Variable annuities, at the other end, are securities in the regulatory sense. FINRA Rule 2211 requires that retail communications clearly identify products as variable annuities, precisely because the disclosure and suitability obligations that attach to securities differ materially from those governing insurance products. Variable annuities do carry full market participation — but also layered costs including mortality and expense charges, sub-account fees, and surrender penalties that can run for seven years or more. Gross market exposure and net investor return are two very different numbers once those fees are accounted for.

FINRA's 2025 Annual Regulatory Oversight Report contains a dedicated section on annuities, flagging the product category as an ongoing area of focus for member-firm compliance programs. That kind of sustained regulatory attention is not incidental. Complex, long-dated products with opaque fee structures and significant surrender charges create persistent suitability and disclosure risk — and the seminar distribution channel, where urgency and social pressure are baked into the format, is among the highest-risk environments for that to materialise.

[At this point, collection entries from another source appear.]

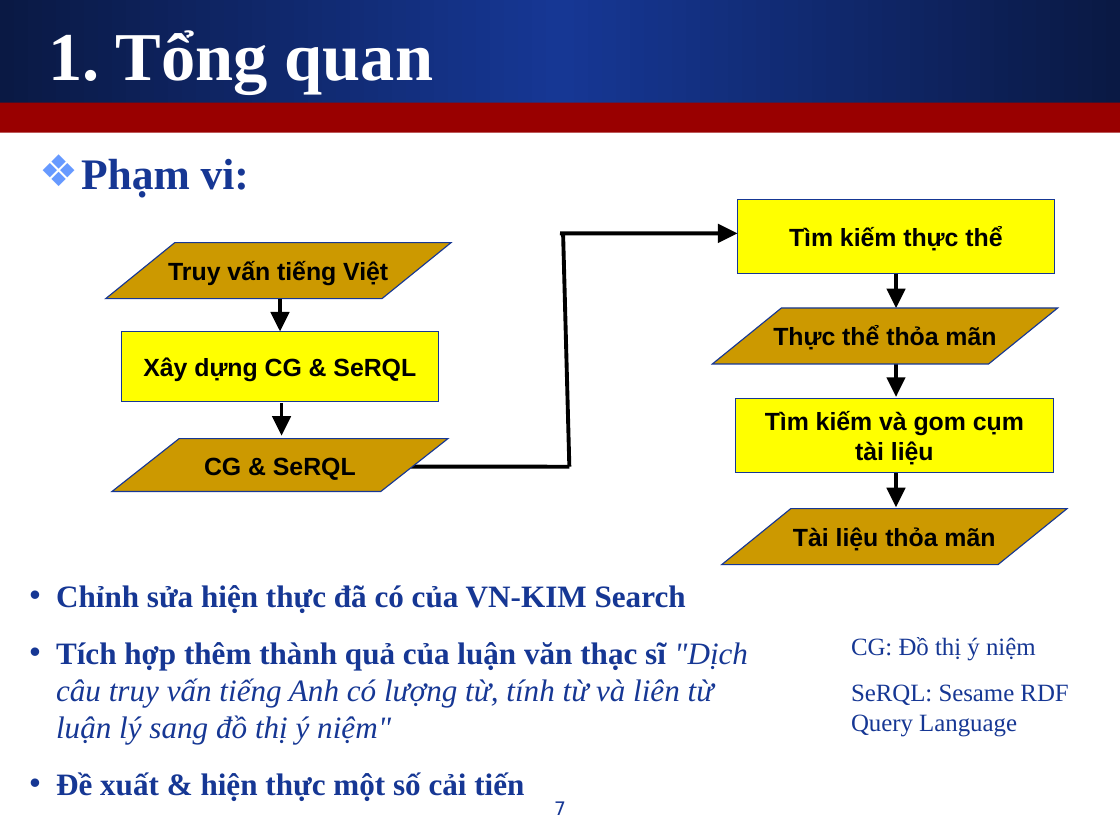
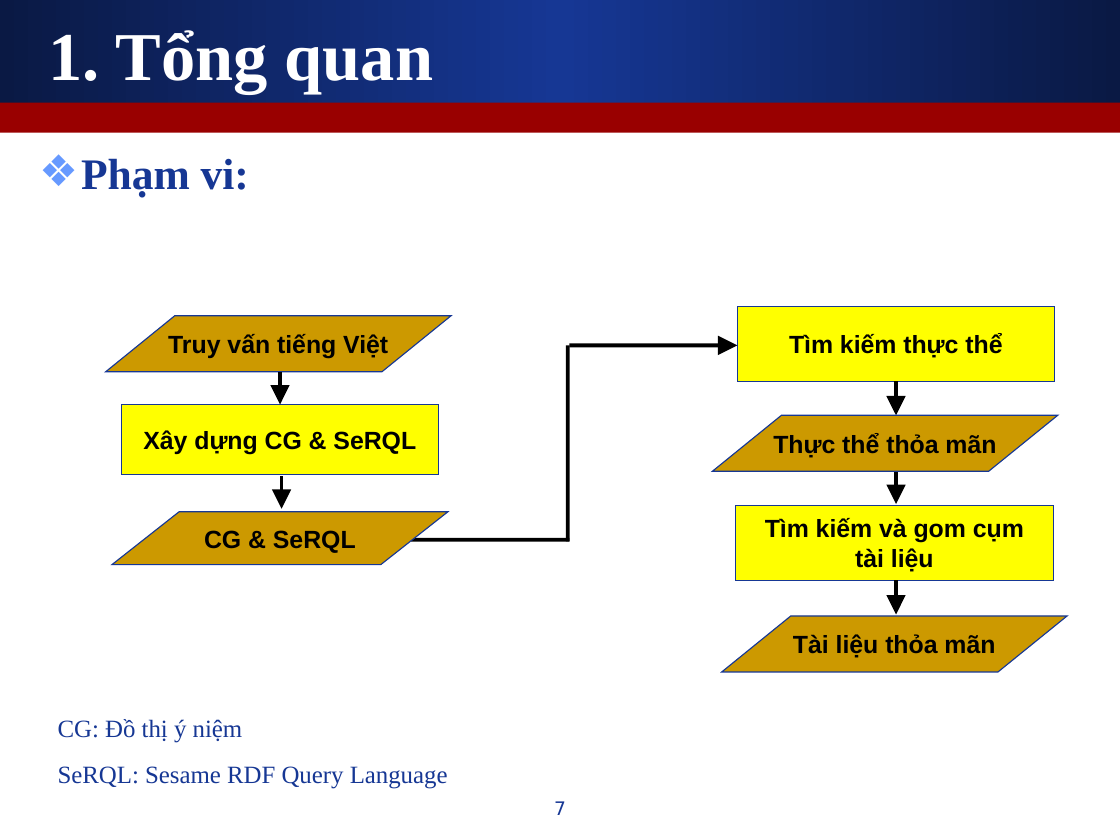
Before and after one commit to leaderwing/kt-kimres, a slide deck: slide 7 of note/[Thesis] Presentation.ppt. Drawn at 1120x840 pixels with LibreOffice and Linux fonts; fonts in the diff are those of the drawing. Boxes give left, top, right and bottom in pixels: in the first picture for what was removed or moved away, otherwise in the second. Text is boxed around its words. In the diff, an @@ line names an element or a change of style, - is before the commit and + after.

```diff
--- a/note/[Thesis] Presentation.ppt
+++ b/note/[Thesis] Presentation.ppt
@@ line moved from (563, 235) - (569, 467) to (568, 345) - (568, 541) @@
@@ arrow moved from (560, 233) - (737, 233) to (569, 345) - (737, 345) @@
@@ 2 flow chart input outputs, 1 rectangle, 1 arrow: place and size @@
-2 flow chart input outputs, 1 rectangle, 1 arrow at <box>712,199,1066,564</box>
+2 flow chart input outputs, 1 rectangle, 1 arrow at <box>712,307,1066,672</box>
@@ rectangle "Xây dựng CG & SeRQL": place and size @@
-rectangle "Xây dựng CG & SeRQL" at <box>121,332,438,402</box>
+rectangle "Xây dựng CG & SeRQL" at <box>121,404,438,475</box>
@@ 2 flow chart input outputs, 2 arrows, 1 line: place and size @@
-2 flow chart input outputs, 2 arrows, 1 line at <box>105,243,569,492</box>
+2 flow chart input outputs, 2 arrows, 1 line at <box>105,316,569,564</box>
@@ 2 arrows, 1 rectangle: place and size @@
-2 arrows, 1 rectangle at <box>736,363,1053,507</box>
+2 arrows, 1 rectangle at <box>736,469,1053,615</box>
@@ text removed at <box>56,585,748,801</box> @@
-• Chỉnh sửa hiện thực đã có của VN-KIM Search
-• Tích hợp thêm thành quả của luận văn thạc sĩ "Dịch câu truy vấn tiếng Anh có lượng từ, tính từ và liên từ luận lý sang đồ thị ý niệm"
-• Đề xuất & hiện thực một số cải tiến
@@ text "CG: Đồ thị ý niệm" rewrapped from <box>851,637,1068,737</box> to <box>58,719,448,789</box> @@
```
Also in this commit, not shown: 2 other slides changed, 1 slide added.

What the Pitch Gets Right — and What It Obscures

There is a legitimate case for certain annuity structures in certain retirement portfolios. Guaranteed lifetime income addresses longevity risk in a way that a pure equity allocation cannot. Principal protection can be meaningful for a retiree without the time horizon to recover a drawdown. These are real product features.

What the seminar framing obscures is the cost of those features. Guaranteed returns come at the price of capped upside, illiquidity, counterparty exposure to the issuing insurer, and fee drag. The comparison to market returns is not false in every dimension — indexed products do participate in equity upside to a degree — but presenting any annuity type as capable of outperforming a diversified equity portfolio on a net, risk-adjusted basis over a long accumulation period is not a claim the product mechanics support.

For practitioners evaluating client suitability, the operative questions are: what is the all-in cost, what is the surrender schedule, what is the insurer's credit quality, and what specific risk is the annuity solving for? The answer to the last question almost never is "equity market underperformance."